# What Lens



## marmisto (Jan 1, 2009)

I've got a D70s and want a lens that takes good close-ups and has wide angle - I take lots of pics in rooms or small spaces.

Any thoughts?

Ps money is an object!


----------



## Tom Radford (Apr 28, 2009)

You will struggle to get a lens that does both well, but you might get one that does both ok.

I am selling two lenses that meet your two seperate specifications, except price. A true macro lens like I am selling will give you the best results for close ups, but no good for wide angle, same with the wide angle I am selling.

You can buy lenses like the sigma 24-70mm macro (I am selling the non macro version of this lens), which would do the job ok, but not give you true 1.1 macro.

Whats your budget?


----------



## chris l (Aug 5, 2005)

Also consider extention tubes.... for really good close up pictures.


----------



## Tom Radford (Apr 28, 2009)

Another excellent way also for closeups is to buy a Nikon 50mm f/1.8 lens (look in my post in the for sale section  ) and then buy an adapter to reverse mount it. You can get stunning results that way. And also the Nikon 50mm should be in any photographers kit for general purpose and lowlight work.


----------



## himmelblau (Feb 25, 2010)

Sigma 10-20mm f/4-5.6 EX DC HSM, you can see the specs here I have one, but am not selling it. Great for taking photos in rooms.

Brian


----------



## Guest (Apr 7, 2010)

Tokina 11-17mm F2.8mm? Not got one but fast glass and gets good reviews for reasonable money.


----------



## Tom Radford (Apr 28, 2009)

The sigma 10-20mm is a cracking lens, especially for architecture and landscapes, but not sure how good at close up it is.I never tried with mine. I'd have thought you'd have major distortion in the images at close range, if it can even focus that close.
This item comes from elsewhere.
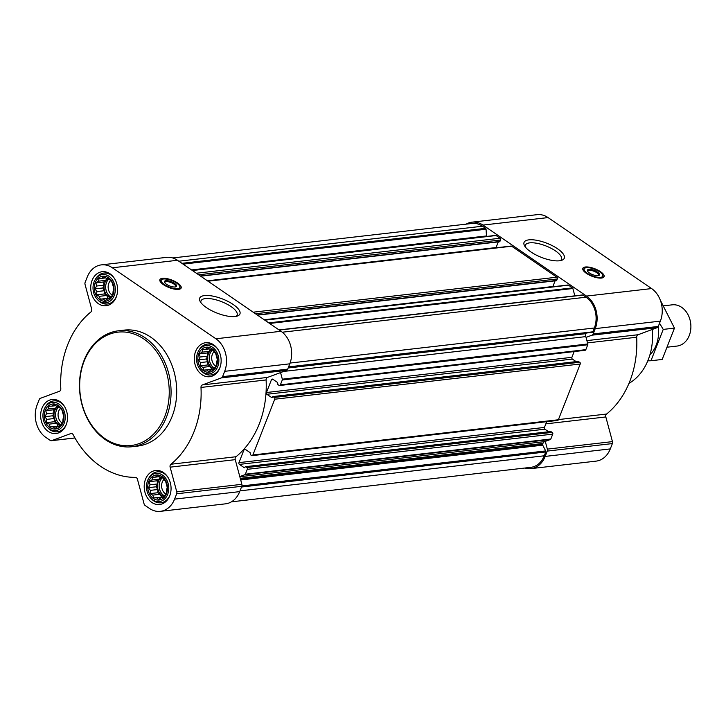 <?xml version="1.0" encoding="UTF-8"?>
<svg xmlns="http://www.w3.org/2000/svg" width="726" height="726" viewBox="0 0 726 726"><rect width="100%" height="100%" fill="white"/><g stroke="black" fill="none" stroke-linecap="round" stroke-linejoin="round"><path stroke-width="1.09" d="M525.297 246.931A19.393 6.797 -158.6 0 1 525.361 245.179A19.393 6.797 -158.6 0 1 545.898 245.923A19.393 6.797 -158.6 0 1 561.47 259.327A19.393 6.797 -158.6 0 1 560.327 260.652M62.971 422.596A12.578 9.828 -96.6 0 0 53.361 403.955A12.578 9.828 -96.6 0 0 45.919 422.959A12.578 9.828 -96.6 0 0 62.971 422.596M63.026 419.029L62.763 422.287L59.586 426.734L57.517 426.734L54.985 428.431L53.161 426.824L50.203 426.924L49.232 424.129L46.518 422.623L46.782 419.374L44.921 416.679L46.464 413.829L45.838 410.68L48.361 408.983L49.014 406.233L51.973 406.124L53.615 404.527L56.329 406.034L58.398 406.034L62.073 410.335L63.679 416.279L63.026 419.029M166.517 493.598A12.578 9.828 -96.6 0 0 156.907 474.949A12.578 9.828 -96.6 0 0 149.465 493.952A12.578 9.828 -96.6 0 0 166.517 493.598M166.572 490.023L166.308 493.281L163.132 497.727L161.063 497.727L158.531 499.424L156.707 497.818L153.749 497.918L152.778 495.123L150.064 493.616L150.327 490.368L148.467 487.672L150.01 484.823L149.384 481.674L151.906 479.977L152.56 477.227L155.518 477.118L157.161 475.53L159.865 477.027L161.943 477.027L165.619 481.329L167.225 487.282L166.572 490.023M216.602 365.795A12.578 9.828 -96.6 0 0 206.992 347.155A12.578 9.828 -96.6 0 0 199.541 366.158A12.578 9.828 -96.6 0 0 216.602 365.795M216.647 362.229L216.393 365.487L213.208 369.933L211.139 369.933L208.616 371.63L206.792 370.024L203.834 370.124L202.863 367.329L200.149 365.822L200.412 362.573L198.552 359.878L200.086 357.029L199.459 353.88L201.991 352.183L202.645 349.433L205.603 349.324L207.237 347.727L209.95 349.233L212.019 349.233L215.704 353.535L217.301 359.479L216.647 362.229M113.056 294.801A12.578 9.828 -96.6 0 0 103.446 276.161A12.578 9.828 -96.6 0 0 95.995 295.164A12.578 9.828 -96.6 0 0 113.056 294.801M113.102 291.235L112.848 294.493L109.662 298.93L107.593 298.94L105.07 300.637L103.246 299.03L100.288 299.13L99.317 296.335L96.603 294.829L96.867 291.58L95.006 288.884L96.549 286.035L95.914 282.886L98.446 281.18L99.099 278.439L102.057 278.33L103.691 276.733L106.404 278.24L108.473 278.24L112.158 282.541L113.755 288.485L113.102 291.235M101.422 264.872L166.535 257.367A23.994 18.749 83.4 0 1 177.48 260.28L281.026 331.283A23.994 18.749 83.4 0 1 289.783 363.826L287.687 369.153A2.595 2.024 83.4 0 1 286.525 370.387L267.467 377.429L202.354 384.934L221.412 377.892A2.595 2.024 83.4 0 0 222.573 376.658L224.661 371.331A23.994 18.749 83.4 0 0 215.912 338.779L112.367 267.785A23.994 18.749 83.4 0 0 101.422 264.872A23.994 18.749 83.4 0 0 87.211 277.087L85.123 282.414A2.595 2.024 83.4 0 0 85.033 284.383L91.667 309.049A2.595 2.024 83.4 0 1 90.904 311.962A89.498 69.941 83.4 0 0 60.812 388.764A2.595 2.024 83.4 0 1 59.441 391.269L40.384 398.32A2.595 2.024 83.4 0 0 39.222 399.554L37.135 404.881A23.994 18.749 83.4 0 0 45.883 437.424L50.203 440.392A2.595 2.024 83.4 0 0 51.392 440.7A2.595 2.024 83.4 0 0 51.764 440.618L70.821 433.567A2.595 2.024 83.4 0 1 71.193 433.476A2.595 2.024 83.4 0 1 73.163 434.702A89.498 69.941 83.4 0 0 135.39 477.372A2.595 2.024 83.4 0 1 137.441 479.242L144.075 503.908A2.595 2.024 83.4 0 0 145.109 505.459L149.429 508.418A23.994 18.749 83.4 0 0 160.373 511.34A23.994 18.749 83.4 0 0 174.585 499.125L176.672 493.789A2.595 2.024 83.4 0 0 176.763 491.829L170.129 467.163A2.595 2.024 83.4 0 1 170.891 464.241A89.498 69.941 83.4 0 0 200.993 387.448A2.595 2.024 83.4 0 1 202.354 384.934M280.554 372.592L282.323 379.181A1.035 0.808 83.4 0 1 282.287 379.97L280.372 384.853A1.298 1.016 83.4 0 1 279.011 385.352L277.822 384.535L277.668 382.566L272.813 379.235A1.298 1.016 83.4 0 0 271.451 379.743L266.442 392.521A1.298 1.016 83.4 0 0 266.914 394.282L271.769 397.612L272.849 396.577L274.274 397.458A1.298 1.016 83.4 0 1 274.746 399.218L252.893 454.975A1.298 1.016 83.4 0 1 251.541 455.474L250.343 454.657L250.189 452.688L245.334 449.358A1.298 1.016 83.4 0 0 243.972 449.857L238.963 462.634A1.298 1.016 83.4 0 0 239.435 464.395L244.29 467.725L245.37 466.691L246.795 467.571A1.298 1.016 83.4 0 1 247.267 469.332L245.352 474.214A1.035 0.808 83.4 0 1 244.889 474.713L239.798 476.592L235.242 459.658A2.595 2.024 83.4 0 1 236.004 456.736A89.498 69.941 83.4 0 0 266.106 379.943A2.595 2.024 83.4 0 1 267.467 377.429M466.11 224.153A23.994 18.749 83.4 0 1 472.009 222.165A23.994 18.749 83.4 0 1 482.953 225.078L586.499 296.081A23.994 18.749 83.4 0 1 595.247 328.624L593.16 333.951A2.595 2.024 83.4 0 1 591.999 335.185L586.027 337.39L587.797 343.979A1.035 0.808 83.4 0 1 587.761 344.768L585.846 349.651A1.298 1.016 83.4 0 1 585.083 350.313L279.61 385.515M574.166 351.565L571.916 357.319A1.298 1.016 83.4 0 0 572.387 359.08L576.117 361.63M578.105 361.494L579.747 362.256A1.298 1.016 83.4 0 1 580.219 364.016L558.367 419.764A1.298 1.016 83.4 0 1 557.604 420.427L252.131 455.629M546.687 421.688L544.436 427.433A1.298 1.016 83.4 0 0 544.908 429.193L548.638 431.743M550.626 431.607L552.268 432.369A1.298 1.016 83.4 0 1 552.74 434.13L550.825 439.012A1.035 0.808 83.4 0 1 550.362 439.511L545.271 441.39L547.35 449.122A2.595 2.024 83.4 0 1 547.259 451.091L545.172 456.418A23.994 18.749 83.4 0 1 530.96 468.633A23.994 18.749 83.4 0 1 524.771 468.043M582.143 295.101A1.035 0.808 83.4 0 1 582.96 295.083L586.054 297.206A22.697 17.742 83.4 0 1 594.331 327.998L592.833 331.818A1.035 0.808 83.4 0 1 592.162 332.354L288.394 367.356L592.225 332.345M264.545 319.975L567.913 285.019A1.298 1.016 83.4 0 1 568.503 285.173L572.469 287.886A1.035 0.808 83.4 0 1 572.878 288.512L574.847 295.836M207.736 281.026L511.104 246.069A1.298 1.016 83.4 0 1 511.694 246.223L556.869 277.196A1.298 1.016 83.4 0 1 557.341 278.956L556.225 280.626M495.631 235.405L192.19 270.371L495.477 235.442A1.035 0.808 83.4 0 1 496.103 235.533L500.06 238.246A1.298 1.016 83.4 0 1 500.532 240.007L499.415 241.676M172.724 257.957L472.154 223.454A22.697 17.742 83.4 0 1 482.509 226.213L485.612 228.336A1.035 0.808 83.4 0 1 486.066 229.225L486.456 235.95A1.035 0.808 83.4 0 0 486.583 236.449M545.271 441.39L544.672 441.617A3.893 3.04 83.4 0 0 542.921 443.459L542.658 444.13A1.035 0.808 83.4 0 0 542.721 445.165L545.689 450.928A1.035 0.808 83.4 0 1 545.752 451.962L544.255 455.792A22.697 17.742 83.4 0 1 530.815 467.344L231.385 501.847M472.009 222.165L537.122 214.66A23.994 18.749 83.4 0 1 548.066 217.582L651.612 288.576A23.994 18.749 83.4 0 1 660.37 321.119L658.273 326.446A2.595 2.024 83.4 0 1 657.112 327.68L638.054 334.731L586.898 340.621M530.96 468.633L596.082 461.128A23.994 18.749 83.4 0 0 610.285 448.913L612.372 443.586A2.595 2.024 83.4 0 0 612.463 441.617L605.829 416.951A2.595 2.024 83.4 0 1 606.591 414.038A89.498 69.941 83.4 0 0 636.693 337.236A2.595 2.024 83.4 0 1 638.054 334.731M586.39 273.339A11.416 4.002 -158.6 0 1 582.833 268.357A11.416 4.002 -158.6 0 1 594.921 268.801A11.416 4.002 -158.6 0 1 604.086 276.688A11.416 4.002 -158.6 0 1 597.217 277.777A11.416 4.002 -158.6 0 1 586.39 273.339M530.779 251.858A21.608 7.578 -158.6 0 1 524.481 245.651A21.608 7.578 -158.6 0 1 546.941 243.264A21.608 7.578 -158.6 0 1 561.797 260.271A21.608 7.578 -158.6 0 1 530.779 251.858M586.2 333.043L585.955 333.661A3.893 3.04 83.4 0 0 585.818 336.61L586.027 337.39M498.281 241.894L496.058 247.557A1.298 1.016 83.4 0 0 495.985 247.811M555.091 280.844L552.876 286.507A1.298 1.016 83.4 0 0 552.804 286.761M239.798 476.592L241.876 484.324A2.595 2.024 83.4 0 1 241.785 486.293L239.698 491.62A23.994 18.749 83.4 0 1 225.496 503.835L160.373 511.34M163.441 284.656A11.416 4.002 -158.6 0 1 159.892 279.673A11.416 4.002 -158.6 0 1 171.98 280.109A11.416 4.002 -158.6 0 1 181.146 288.004A11.416 4.002 -158.6 0 1 174.267 289.093A11.416 4.002 -158.6 0 1 163.441 284.656M206.411 307.588A21.608 7.578 -158.6 0 1 200.113 301.372A21.608 7.578 -158.6 0 1 222.573 298.985A21.608 7.578 -158.6 0 1 237.429 316.001A21.608 7.578 -158.6 0 1 206.411 307.588M219.806 368A17.125 13.377 -96.6 0 0 218.544 350.395A17.125 13.377 -96.6 0 0 205.748 342.699A17.125 13.377 -96.6 0 0 194.423 361.239A17.125 13.377 -96.6 0 0 209.669 376.712A17.125 13.377 -96.6 0 0 219.806 368M169.73 495.794A17.125 13.377 -96.6 0 0 168.459 478.189A17.125 13.377 -96.6 0 0 155.673 470.493A17.125 13.377 -96.6 0 0 144.338 489.034A17.125 13.377 -96.6 0 0 159.593 504.506A17.125 13.377 -96.6 0 0 169.73 495.794M66.184 424.801A17.125 13.377 -96.6 0 0 64.913 407.195A17.125 13.377 -96.6 0 0 52.127 399.5A17.125 13.377 -96.6 0 0 40.792 418.04A17.125 13.377 -96.6 0 0 56.047 433.513A17.125 13.377 -96.6 0 0 66.184 424.801M116.26 297.007A17.125 13.377 -96.6 0 0 114.998 279.401A17.125 13.377 -96.6 0 0 102.203 271.705A17.125 13.377 -96.6 0 0 90.877 290.246A17.125 13.377 -96.6 0 0 106.123 305.719A17.125 13.377 -96.6 0 0 116.26 297.007M118.592 330.775L124.219 330.121A58.37 45.611 83.4 0 1 167.824 356.357A58.37 45.611 83.4 0 1 172.135 416.379A58.37 45.611 83.4 0 1 137.577 446.091L131.951 446.735A58.37 45.611 -96.6 0 0 166.508 417.023A58.37 45.611 -96.6 0 0 162.188 357.01A58.37 45.611 -96.6 0 0 118.592 330.775A58.37 45.611 -96.6 0 0 79.96 393.973A58.37 45.611 -96.6 0 0 131.951 446.735M628.952 383.392A55.249 43.179 -96.6 0 0 648.236 359.751A55.249 43.179 -96.6 0 0 652.257 329.477M582.842 269.537A11.416 4.002 -158.6 0 1 583.622 269.219M602.934 276.787A11.416 4.002 -158.6 0 1 603.288 277.55M587.815 271.533A5.781 2.024 -158.6 0 1 587.842 271.025A5.781 2.024 -158.6 0 1 593.959 271.252A5.781 2.024 -158.6 0 1 598.605 275.245A5.781 2.024 -158.6 0 1 598.278 275.635M589.439 272.985A6.489 2.278 -158.6 0 1 587.552 271.125A6.489 2.278 -158.6 0 1 594.295 270.408A6.489 2.278 -158.6 0 1 598.75 275.508A6.489 2.278 -158.6 0 1 589.439 272.985M587.27 273.239A9.992 3.503 -158.6 0 1 584.657 268.257A9.992 3.503 -158.6 0 1 594.739 269.264A9.992 3.503 -158.6 0 1 602.816 275.381A9.992 3.503 -158.6 0 1 597.679 277.278A9.992 3.503 -158.6 0 1 587.27 273.239M584.285 271.633A10.373 3.639 -158.6 0 1 583.568 269.328A10.373 3.639 -158.6 0 1 584.085 268.684L584.657 268.257M602.816 275.381L602.952 276.08A10.373 3.639 -158.6 0 1 602.898 276.896A10.373 3.639 -158.6 0 1 600.801 278.103M164.784 416.488A57.073 44.604 -96.6 0 0 121.197 331.927A57.073 44.604 -96.6 0 0 87.419 418.122A57.073 44.604 -96.6 0 0 164.784 416.488M200.93 302.651A19.393 6.797 -158.6 0 1 200.993 300.9A19.393 6.797 -158.6 0 1 221.53 301.653A19.393 6.797 -158.6 0 1 237.103 315.057A19.393 6.797 -158.6 0 1 235.959 316.382M159.892 280.844A11.416 4.002 -158.6 0 1 160.673 280.535M179.984 288.104A11.416 4.002 -158.6 0 1 180.338 288.857M164.866 282.841A5.781 2.024 -158.6 0 1 164.893 282.341A5.781 2.024 -158.6 0 1 171.018 282.559A5.781 2.024 -158.6 0 1 175.665 286.561A5.781 2.024 -158.6 0 1 175.338 286.942M166.499 284.302A6.489 2.278 -158.6 0 1 164.602 282.432A6.489 2.278 -158.6 0 1 171.345 281.715A6.489 2.278 -158.6 0 1 175.801 286.824A6.489 2.278 -158.6 0 1 166.499 284.302M164.33 284.547A9.992 3.503 -158.6 0 1 161.716 279.574A9.992 3.503 -158.6 0 1 171.79 280.572A9.992 3.503 -158.6 0 1 179.876 286.688A9.992 3.503 -158.6 0 1 174.73 288.585A9.992 3.503 -158.6 0 1 164.33 284.547M161.335 282.94A10.373 3.639 -158.6 0 1 160.627 280.635A10.373 3.639 -158.6 0 1 161.145 279.991L161.716 279.574M179.876 286.688L180.003 287.387A10.373 3.639 -158.6 0 1 179.948 288.213A10.373 3.639 -158.6 0 1 177.861 289.42M114.463 278.494A15.564 12.161 -96.6 0 0 103.836 273.085A15.564 12.161 -96.6 0 0 95.641 278.875L95.061 279.873A14.221 11.108 -96.6 0 0 97.311 299.384A14.221 11.108 -96.6 0 0 114.209 295.6A14.221 11.108 -96.6 0 0 109.835 276.924A14.221 11.108 -96.6 0 0 95.061 279.873M97.311 299.384L98.101 300.228A15.564 12.161 -96.6 0 0 107.394 304.003A15.564 12.161 -96.6 0 0 116.514 296.317M218.009 349.487A15.564 12.161 -96.6 0 0 207.382 344.079A15.564 12.161 -96.6 0 0 199.187 349.868L198.606 350.867A14.221 11.108 -96.6 0 0 200.857 370.378A14.221 11.108 -96.6 0 0 217.755 366.594A14.221 11.108 -96.6 0 0 213.38 347.917A14.221 11.108 -96.6 0 0 198.606 350.867M200.857 370.378L201.646 371.222A15.564 12.161 -96.6 0 0 210.939 374.997A15.564 12.161 -96.6 0 0 220.06 367.32M167.924 477.281A15.564 12.161 -96.6 0 0 157.297 471.873A15.564 12.161 -96.6 0 0 149.111 477.663L148.521 478.67A14.221 11.108 -96.6 0 0 150.772 498.172A14.221 11.108 -96.6 0 0 167.67 494.388A14.221 11.108 -96.6 0 0 163.305 475.712A14.221 11.108 -96.6 0 0 148.521 478.67M150.772 498.172L151.571 499.016A15.564 12.161 -96.6 0 0 160.863 502.791A15.564 12.161 -96.6 0 0 169.975 495.114M64.378 406.288A15.564 12.161 -96.6 0 0 53.751 400.879A15.564 12.161 -96.6 0 0 45.566 406.669L44.976 407.667A14.221 11.108 -96.6 0 0 47.226 427.178A14.221 11.108 -96.6 0 0 64.124 423.394A14.221 11.108 -96.6 0 0 59.759 404.718A14.221 11.108 -96.6 0 0 44.976 407.667M47.226 427.178L48.025 428.022A15.564 12.161 -96.6 0 0 57.318 431.798A15.564 12.161 -96.6 0 0 66.429 424.12M109.817 298.685L107.593 298.94M110.062 298.241L103.246 299.03M110.089 298.186L100.288 299.13M108.11 298.232L106.695 295.482L99.317 296.335M106.695 295.482L104.426 293.93L96.603 294.829M104.426 293.93L104.245 290.727L96.867 291.58M104.245 290.727L102.829 287.977L95.006 288.884M102.829 287.977L103.927 285.182L96.549 286.035M103.927 285.182L103.745 281.978L95.914 282.886M103.745 281.978L105.824 280.336L98.446 281.18M105.824 280.336L106.649 278.24M105.824 277.895L102.057 278.33M110.361 297.714A10.373 8.113 83.4 0 1 104.871 282.759A10.373 8.113 83.4 0 1 108.528 278.303M110.288 280.862A8.621 6.734 -96.6 0 0 112.194 295.146M108.982 278.929A10.373 8.113 -96.6 0 0 105.733 288.313A10.373 8.113 -96.6 0 0 110.76 296.961M213.353 369.679L211.139 369.933M213.607 369.235L206.792 370.024M213.635 369.18L203.834 370.124M211.656 369.225L210.241 366.476L202.863 367.329M210.241 366.476L207.972 364.924L200.149 365.822M207.972 364.924L207.79 361.72L200.412 362.573M207.79 361.72L206.375 358.98L198.552 359.878M206.375 358.98L207.473 356.176L200.086 357.029M207.473 356.176L207.282 352.972L199.459 353.88M207.282 352.972L209.369 351.33L201.991 352.183M209.369 351.33L210.195 349.233M209.369 348.888L205.603 349.324M213.898 368.708A10.373 8.113 83.4 0 1 208.416 353.753A10.373 8.113 83.4 0 1 212.065 349.297M213.834 351.856A8.621 6.734 -96.6 0 0 215.74 366.14M212.527 349.923A10.373 8.113 -96.6 0 0 209.279 359.306A10.373 8.113 -96.6 0 0 214.306 367.955M163.277 497.473L161.063 497.727M163.522 497.029L156.707 497.818M163.559 496.983L153.749 497.918M161.571 497.02L160.156 494.27L152.778 495.123M160.156 494.27L157.887 492.718L150.064 493.616M157.887 492.718L157.705 489.515L150.327 490.368M157.705 489.515L156.29 486.774L148.467 487.672M156.29 486.774L157.388 483.97L150.01 484.823M157.388 483.97L157.206 480.766L149.384 481.674M157.206 480.766L159.284 479.124L151.906 479.977M159.284 479.124L160.11 477.027M159.284 476.692L155.518 477.118M163.822 496.502A10.373 8.113 83.4 0 1 158.341 481.547A10.373 8.113 83.4 0 1 161.989 477.091M163.749 479.65A8.621 6.734 -96.6 0 0 165.664 493.943M162.442 477.726A10.373 8.113 -96.6 0 0 159.194 487.101A10.373 8.113 -96.6 0 0 164.221 495.749M59.732 426.48L57.517 426.734M59.977 426.035L53.161 426.824M60.013 425.98L50.203 426.924M58.026 426.026L56.61 423.276L49.232 424.129M56.61 423.276L54.341 421.724L46.518 422.623M54.341 421.724L54.16 418.521L46.782 419.374M54.16 418.521L52.744 415.78L44.921 416.679M52.744 415.78L53.842 412.976L46.464 413.829M53.842 412.976L53.66 409.773L45.838 410.68M53.66 409.773L55.739 408.13L48.361 408.983M55.739 408.13L56.564 406.034M55.739 405.689L51.973 406.124M60.276 425.509A10.373 8.113 83.4 0 1 54.795 410.553A10.373 8.113 83.4 0 1 58.443 406.097M60.204 408.656A8.621 6.734 -96.6 0 0 62.118 422.94M58.897 406.723A10.373 8.113 -96.6 0 0 55.648 416.107A10.373 8.113 -96.6 0 0 60.675 424.755M667.729 347.128L676.986 346.066A20.755 16.217 -96.6 0 0 689.273 335.503A20.755 16.217 -96.6 0 0 687.74 314.158A20.755 16.217 -96.6 0 0 672.231 304.829L663.637 305.818M660.297 300.128L674.463 328.116L662.176 359.461L650.959 360.749L663.237 329.404L659.535 323.242M674.463 328.116L663.237 329.404M647.801 360.84L650.959 360.749M649.906 354.887A31 24.23 -96.6 0 0 658.255 326.509M288.585 366.884L592.833 331.818M290.064 363.054L594.331 327.998M245.352 474.214L550.825 439.012M247.267 469.332L552.74 434.13M252.893 454.975L558.367 419.764M274.746 399.218L580.219 364.016M282.287 379.97L587.761 344.768M280.372 384.853L585.846 349.651M268.783 322.889L572.469 287.886M264.827 320.175L568.503 285.173M253.192 312.189L556.869 277.196M208.017 281.216L511.694 246.223M196.374 273.239L500.06 238.246M192.417 270.526L496.103 235.533M181.927 263.329L485.612 228.336M178.832 261.206L482.509 226.213M658.273 326.446L593.16 333.951M660.37 321.119L595.247 328.624M657.112 327.68L591.999 335.185M636.693 337.236L587.506 342.899M606.591 414.038L558.439 419.583M605.829 416.951L545.834 423.866M612.463 441.617L547.35 449.122M612.372 443.586L547.259 451.091M610.285 448.913L545.172 456.418M548.066 217.582L482.953 225.078M651.612 288.576L586.499 296.081M241.495 487.028L545.752 451.962M239.997 490.849L544.255 455.792M279.274 330.076L582.96 295.083M282.278 332.218L586.054 297.206M271.451 379.743L273.239 379.535M266.442 392.521L571.916 357.319M266.914 394.282L572.387 359.08M271.769 397.612L272.223 397.558M273.085 396.641L578.558 361.439M274.274 397.458L579.747 362.256M243.972 449.857L245.76 449.648M238.963 462.634L544.436 427.433M239.435 464.395L544.908 429.193M244.29 467.725L244.744 467.671M245.606 466.754L551.079 431.553M246.795 467.571L552.268 432.369M244.889 474.713L550.362 439.511M239.834 476.737L544.672 441.617M240.27 478.334L542.921 443.459M240.433 478.96L542.658 444.13M240.705 479.968L542.721 445.165M241.894 485.939L545.689 450.928M183.106 264.137L486.066 229.225M191.546 269.927L486.456 235.95M198.643 274.791L500.532 240.007M200.394 275.998L499.951 241.477M207.427 280.817L496.058 247.557M255.452 313.75L557.341 278.956M257.204 314.948L556.769 280.427M264.237 319.767L552.876 286.507M269.618 323.46L572.878 288.512M282.323 379.181L587.797 343.979M283.703 371.431L585.818 336.61M288.149 367.982L585.955 333.661M287.687 369.153L222.573 376.658M289.783 363.826L224.661 371.331M286.525 370.387L221.412 377.892M266.106 379.943L200.993 387.448M236.004 456.736L170.891 464.241M235.242 459.658L170.129 467.163M241.876 484.324L176.763 491.829M241.785 486.293L176.672 493.789M239.698 491.62L174.585 499.125M71.575 433.476L70.821 433.567M74.941 437.941L51.764 440.618M177.48 260.28L112.367 267.785M281.026 331.283L215.912 338.779M272.849 396.577L578.323 361.376M245.37 466.691L550.843 431.489M200.675 276.189L499.651 241.74M257.494 315.148L556.461 280.69M279.047 329.922L582.479 294.956M74.969 437.987L51.392 440.7M583.568 269.328L583.196 270.29M602.898 276.896L602.516 277.858M160.627 280.635L160.246 281.606M179.948 288.213L179.567 289.175M107.92 272.613L103.836 273.085M111.486 303.532L107.394 304.003M211.466 343.607L207.382 344.079M215.032 374.525L210.939 374.997M161.39 471.401L157.297 471.873M164.947 502.319L160.863 502.791M57.844 400.407L53.751 400.879M61.401 431.326L57.318 431.798"/></g></svg>

This is the problem with DSLR's. Often 1 lens wont do the job, you need several.


----------



## himmelblau (Feb 25, 2010)

Taken from the Sigma site: "10-20mm F4-5.6 EX DC HSM lens allows enjoyment of super wide-angle photography making it a very powerful tool for indoor and landscape photography", it is recommended for indoors. Google "Sigma 10-20mm close ups" images and you will see it does cope with close-up photography, not macro.

Brian


----------



## SteveF (Feb 10, 2010)

marmisto said:


> I've got a D70s and want a lens that takes good close-ups and has wide angle - I take lots of pics in rooms or small spaces.
> 
> Any thoughts?
> 
> Ps money is an object!


Hi Marmisto

I use the Nikon D80 and for my watch shots use a Sigma 18-50 F2.8 EX DC Macro. The lens is easy to use and produces great shots. Also its very cheap.....you can pick one up for around Â£100 or so.

Steve


----------



## Boxbrownie (Aug 11, 2005)

My standard lens at work is the Nikon AF Nikkor 24-85mm f/2.8-4D IF, it has a good range with an eq 36mm WA in 35mm terms, but the best thing about this lens is the Macro mode, I use Macro an awful lot and this lens stops me getting caught out when I am out and about in the workshops and an engineer decides he wants a real close up this lens will work wonders.

You will have to find one used I am afraid, but well worth the hunt.

Be aware it is a pro design so is heavier and bigger than the newer plastic/composite lenses.


----------